27 employees of private university get Madras high court reprieve
Source: deccanchronicle.com
Chennai: Coming to the rescue of 27 employees of Manonmaniam Sundaranar University, who had put in 9 to 10 years of service as Skilled NMR on daily wages initially and thereafter on consolidated appointment, but were issued with disengagement memo, the Madras high court has directed the University to consider their representations, to be made afresh, in accordance with law and also in the light of regularization made in respect of similarly situated persons, within 4 weeks.
Justice R.Mahadevan gave the directive while disposing of the petitions from V.Srinivasan and 26 others.
According to petitioners, pursuant to a notification issued by the University, they applied for the post of Skilled NMR. The University, after completion of selection process, such as certificate verification, written examination and interview, appointed them as Skilled NMRs and after sometime, they got consolidated appointment. In the minutes of the meeting held on February 7, 2015, the Syndicate sub-committee held that the consolidated skilled NMRs, on completion of five years of service, would be made permanent/regularized and in accordance with the recommendation, they made a request to absorb them as Junior Assistant. But the University rejected their claim. While so, to their shock and surprise, the University issued a notification calling for application for various posts. Consequently, disengagement memos were issued against them, they added.

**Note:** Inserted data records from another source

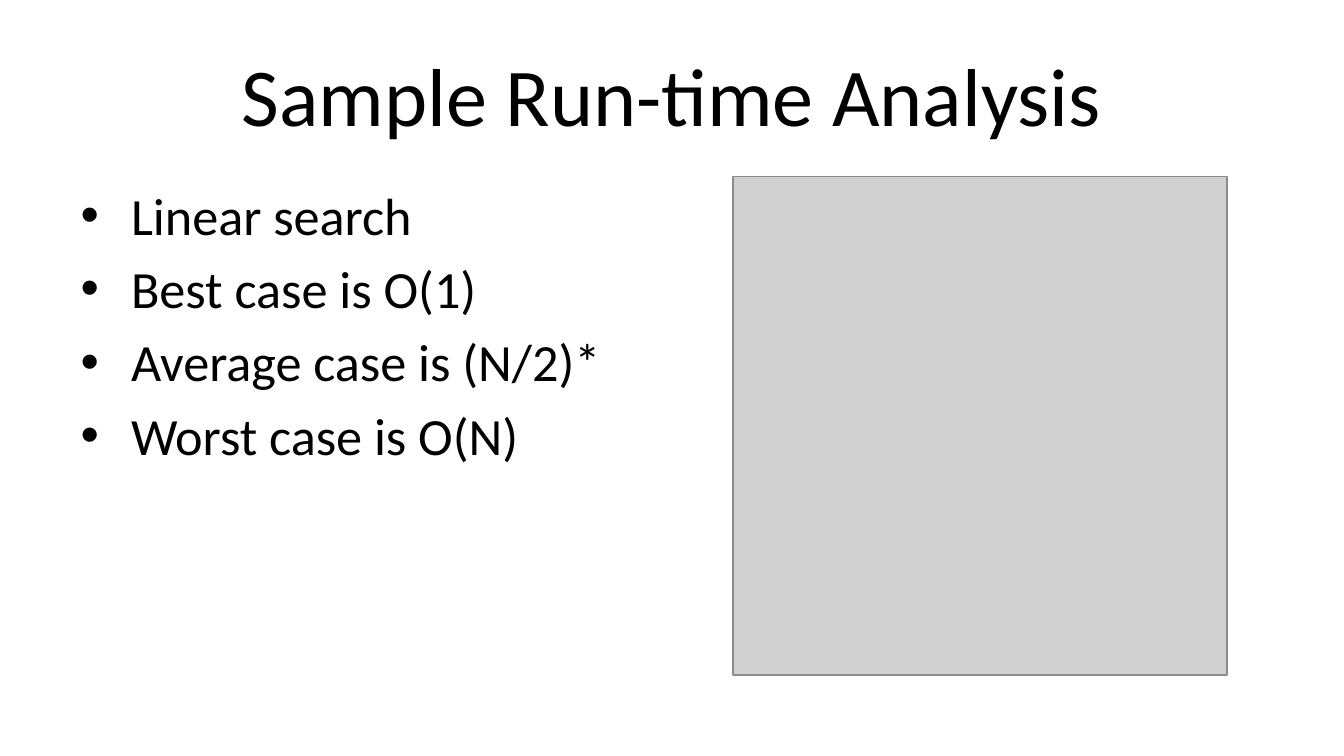
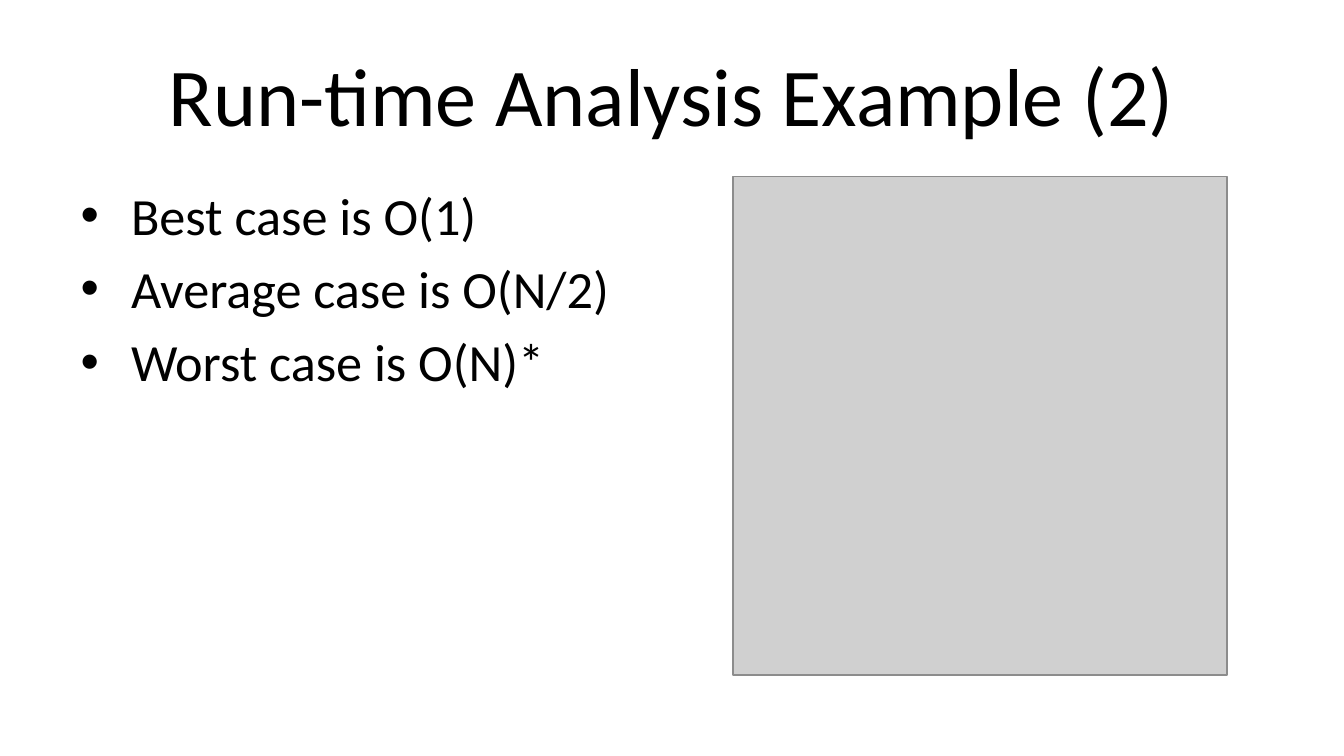
Before and after one commit to ProOracleSQL/space, a slide deck: slide 9 of examples/presentations/Practical Algorithm Analysis for Oracle Developers - Collaborate - 2019_281_Heller.pptx (slide 8 before the commit). Drawn at 1344x756 pixels with LibreOffice and Linux fonts; fonts in the diff are those of the drawing; grey boxes stand for pictures. Boxes give left, top, right and bottom in pixels: in the first picture for what was removed or moved away, otherwise in the second. Text is boxed around its words. In the diff, an @@ line names an element or a change of style, - is before the commit and + after.

```diff
--- a/examples/presentations/Practical Algorithm Analysis for Oracle Developers - Collaborate - 2019_281_Heller.pptx
+++ b/examples/presentations/Practical Algorithm Analysis for Oracle Developers - Collaborate - 2019_281_Heller.pptx
@@ title at [169, 66, 1173, 140]: text changed @@
-Sample Run-time Analysis
+Run-time Analysis Example (2)
@@ text at [131, 198, 411, 236]: paragraph removed @@
-• Linear search
@@ text at [131, 270, 609, 388]: text changed @@
-• Average case is (N/2)*
-• Worst case is O(N)
+• Average case is O(N/2)
+• Worst case is O(N)*
```
Also in this commit, not shown: 8 other slides changed, 2 slides added.
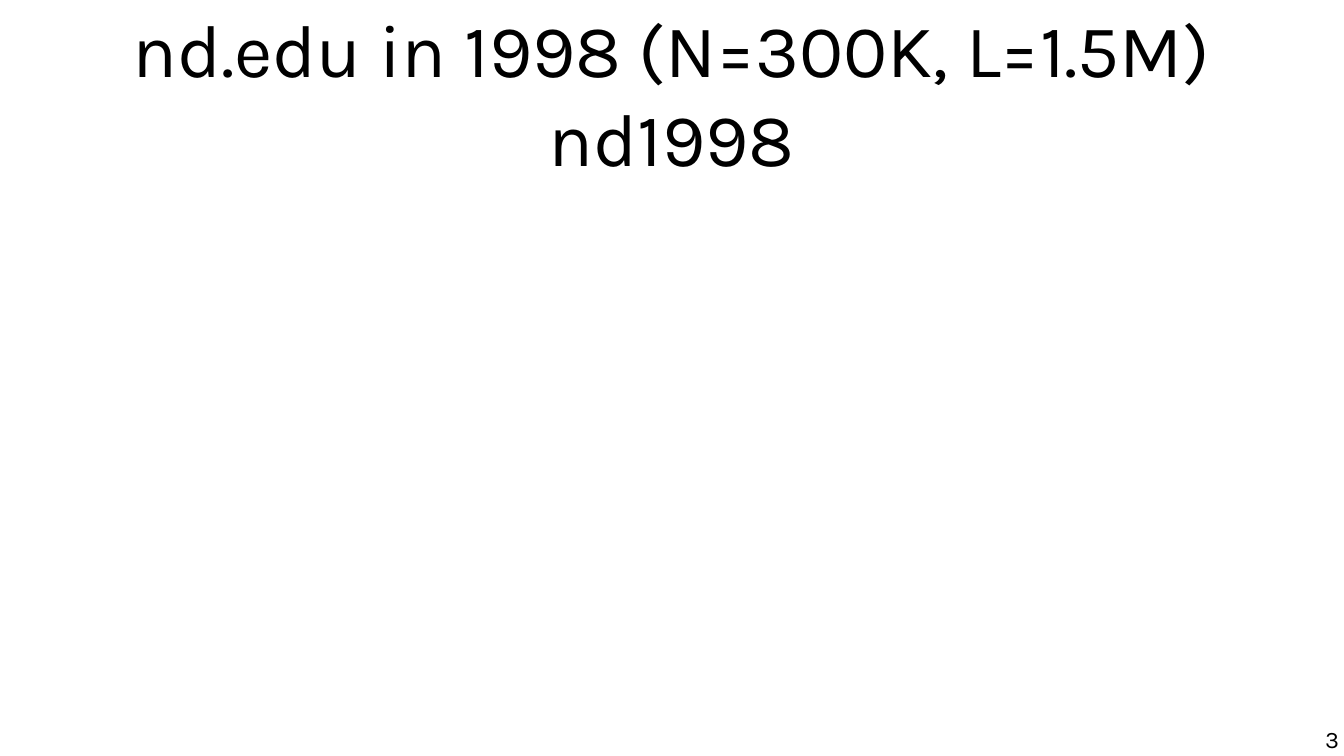
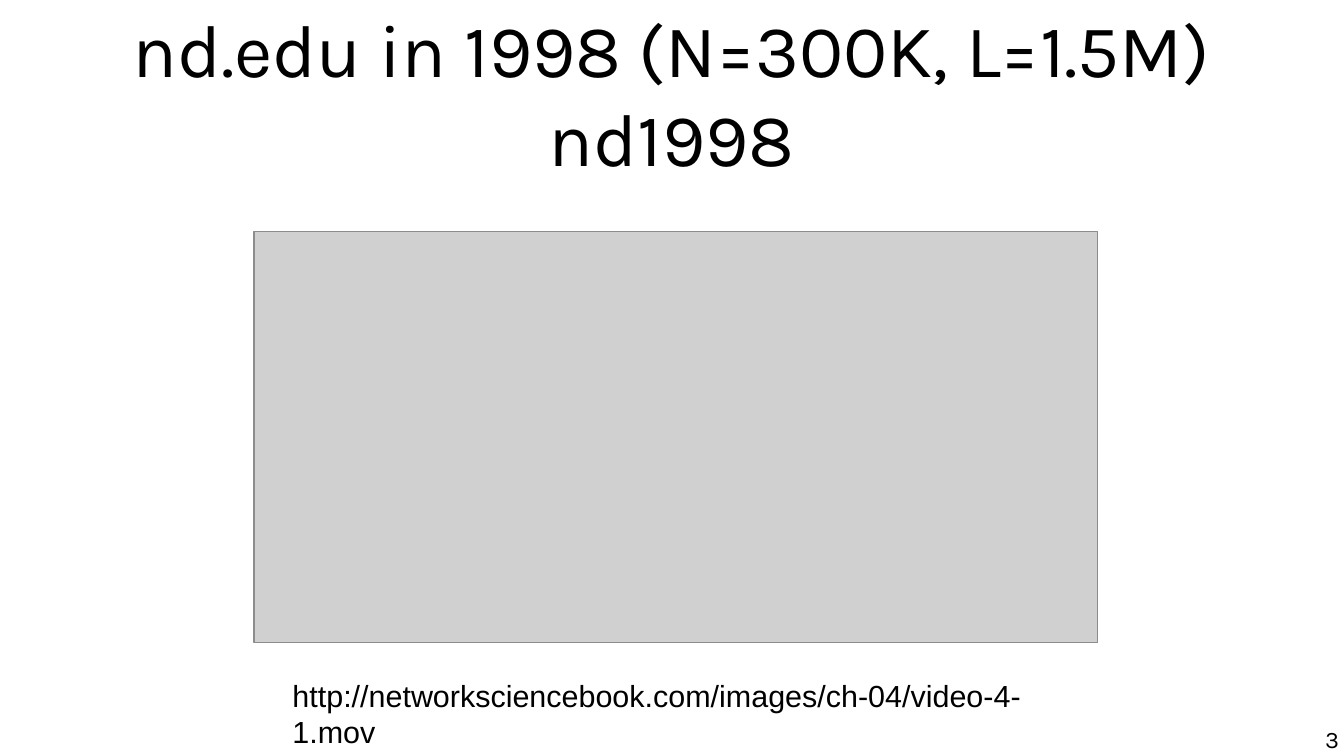
Before and after one commit to chatox/networks-science-course, a slide deck: slide 3 of theory/tt04_scale_free_networks.odp. Drawn at 1344x756 pixels with LibreOffice and Linux fonts; fonts in the diff are those of the drawing; grey boxes stand for pictures. Boxes give left, top, right and bottom in pixels: in the first picture for what was removed or moved away, otherwise in the second. Text is boxed around its words. In the diff, an @@ line names an element or a change of style, - is before the commit and + after.

```diff
--- a/theory/tt04_scale_free_networks.odp
+++ b/theory/tt04_scale_free_networks.odp
@@ picture added at <box>254,232,1098,643</box> @@
@@ text added at <box>292,685,1020,744</box>, 18 pt, text #000000 @@
+http://networksciencebook.com/images/ch-04/video-4-1.mov
```
Also in this commit, not shown: 9 other slides changed, 3 slides added, 1 slide removed.

The judge said though it has been submitted that the appointment of the petitioners were not in accordance with the constitutional scheme of employment and the constitutional scheme of employment requires public notification, inviting applications from all eligible candidates, the fact remains that the petitioner were appointed as skilled NMRs by public notification, after undergoing certificate verification, written examination and interview. Thereafter, they were appointed on consolidated basis in the year 2009 and completed 9 to 10 years of service in the University. Even though it was stated on the side of the university that the University has the authority to engage temporary employees in emergent situations, the question now arises for consideration was, how long the emergent situation would remain. If the petitioners have been appointed in an emergent situation, this court was unable to understand as to why the University has not taken steps to fill up the regular vacancies, even at this length of ti
me, the judge added.
The judge said the authorities would have very well aware of the statutory rules of the University as well as the other rules in force, which may come to the aid of the incumbents like that of the petitioners, if they put up their services up to a certain period. In the circumstances, the University should have been cautious enough, and had they been cautious, this type of situation would have been avoided. The university has all along been permitting the petitioners to work all these years, coupled with the fact that the similarly situated persons have been given regular appointment. This led to a legitimate expectation in the minds of the petitioners that they would be given regular appointment. “In these circumstances, this court is of the view that a duty is cast upon the respondents (University) to review their orders impugned herein by considering the plight of the petitioners, if they are otherwise found eligible”, the judge added.